# UFC 127 Pre-sale password



## Big Nasty (Aug 2, 2009)

Does anyone have it?
Would be greatly appreciated


----------



## Kr[U]sH (Dec 13, 2010)

Big Nasty said:


> Does anyone have it?
> Would be greatly appreciated


If anyone is willing to share, i'll meet you at Acer and buy you beer for the presale code! PLEEEEEASE


----------



## Big Nasty (Aug 2, 2009)

I'll buy the person 2 beers


----------



## Kr[U]sH (Dec 13, 2010)

Big Nasty said:


> I'll buy the person 2 beers


Big Nasty, did u manage to get a code?


----------



## Big Nasty (Aug 2, 2009)

Ye man.. Use this: 12RU1MUD29WR

Should work


----------



## Kr[U]sH (Dec 13, 2010)

Big Nasty said:


> Ye man.. Use this: 12RU1MUD29WR
> 
> Should work


Thanks heaps man!!
Section 3-Gold

What section u get?


----------



## Big Nasty (Aug 2, 2009)

Gold aswell.

Glad to help

U owe me a beer


----------



## Kr[U]sH (Dec 13, 2010)

Big Nasty said:


> Gold aswell.
> 
> Glad to help
> 
> U owe me a beer


I do indeed!
Thanks again brah


----------



## MAKEDONAS (Dec 14, 2010)

Purchased my tickets today! 

For those who are going, does anyone have any idea about when and what time the weigh-ins will take place? Do you have to pay more to go?

Also, the event is scheduled for an 11.20am start - I'm assuming that will be the first Prelim fight?

Thanks guys.


----------



## Big Nasty (Aug 2, 2009)

Weigh ins will be on the saturday afternoon (Free for everyone to attend)
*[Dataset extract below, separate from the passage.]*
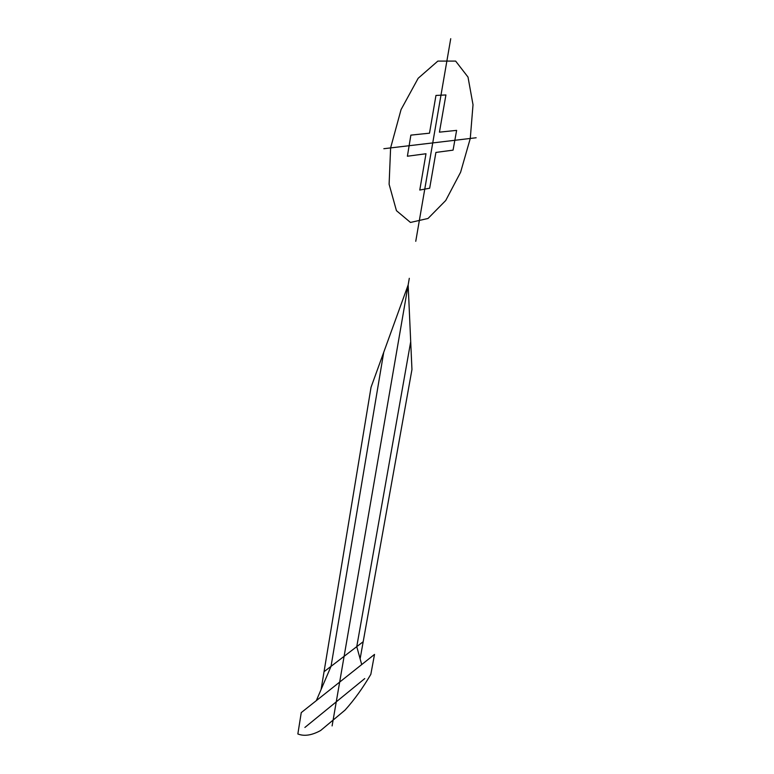 <?xml version="1.0" encoding="UTF-8"?>
<svg xmlns="http://www.w3.org/2000/svg" width="774" height="774" viewBox="0 0 774 774"><rect width="100%" height="100%" fill="white"/><g stroke="black" fill="none" stroke-linecap="round" stroke-linejoin="round"><path stroke-width="1.16" d="M439.438 132.16L456.621 130.371L453.061 150.146L435.907 152.43L429.667 188.227L419.779 190.046L425.99 153.745L407.395 156.222L410.868 135.121L429.502 133.186L435.956 95.444L445.921 94.95L439.438 132.16M470.273 138.459L460.607 172.225L445.727 200.505L428.022 218.471L410.472 222.448L396.443 210.663L389.109 184.241L390.609 147.911L401.058 109.589L418.163 78.28L437.852 61.088L455.644 61.098L468.009 77.081L473.02 104.761L470.273 138.459M476.145 137.762L383.836 148.714M320.649 730.501C311.854 735.339 304.259 736.5 297.855 733.975L301.25 712.612L374.519 654.398L370.833 674.328C362.842 687.989 354.24 699.909 345.049 710.097L320.649 730.501M450.729 38.7L415.754 241.304M410.704 341.682L356.756 646.648L360.123 658.819L411.952 369.537L408.159 284.929L371.046 387.252L321.113 689.46L316.305 700.654M360.123 658.819L361.71 664.576M324.054 671.697L363.19 641.714M383.72 352.315L331.04 666.337L321.113 689.46M409.301 278.311L332.104 725.915M304.888 727.454L364.748 678.585"/></g></svg>

Yes first prelim fight will be at around 11 30


----------



## MMA-Matt (Mar 20, 2010)

Im just gonna wait for tix to go on sale for general public and snap them up the minute they do. Still need confirmations from a friend or two, and then gotta book the tickets to Sydney!


----------



## UFC_OWNS (Jul 7, 2010)

im gonna buy some silvas


----------



## MMA-Matt (Mar 20, 2010)

btw, do you get to pick the specific seats when you buy online?


----------



## anderton46 (Apr 23, 2010)

Is it worth me buying some tickets to stick on ebay closer to the event? will the demand outweigh the supply?


----------



## MADDSNIPER (Dec 28, 2006)

i hate it when people buy tickets just to sell them for a massive profit, should be ilegal imho.


----------



## anderton46 (Apr 23, 2010)

MADDSNIPER said:


> i hate it when people buy tickets just to sell them for a massive profit, should be ilegal imho.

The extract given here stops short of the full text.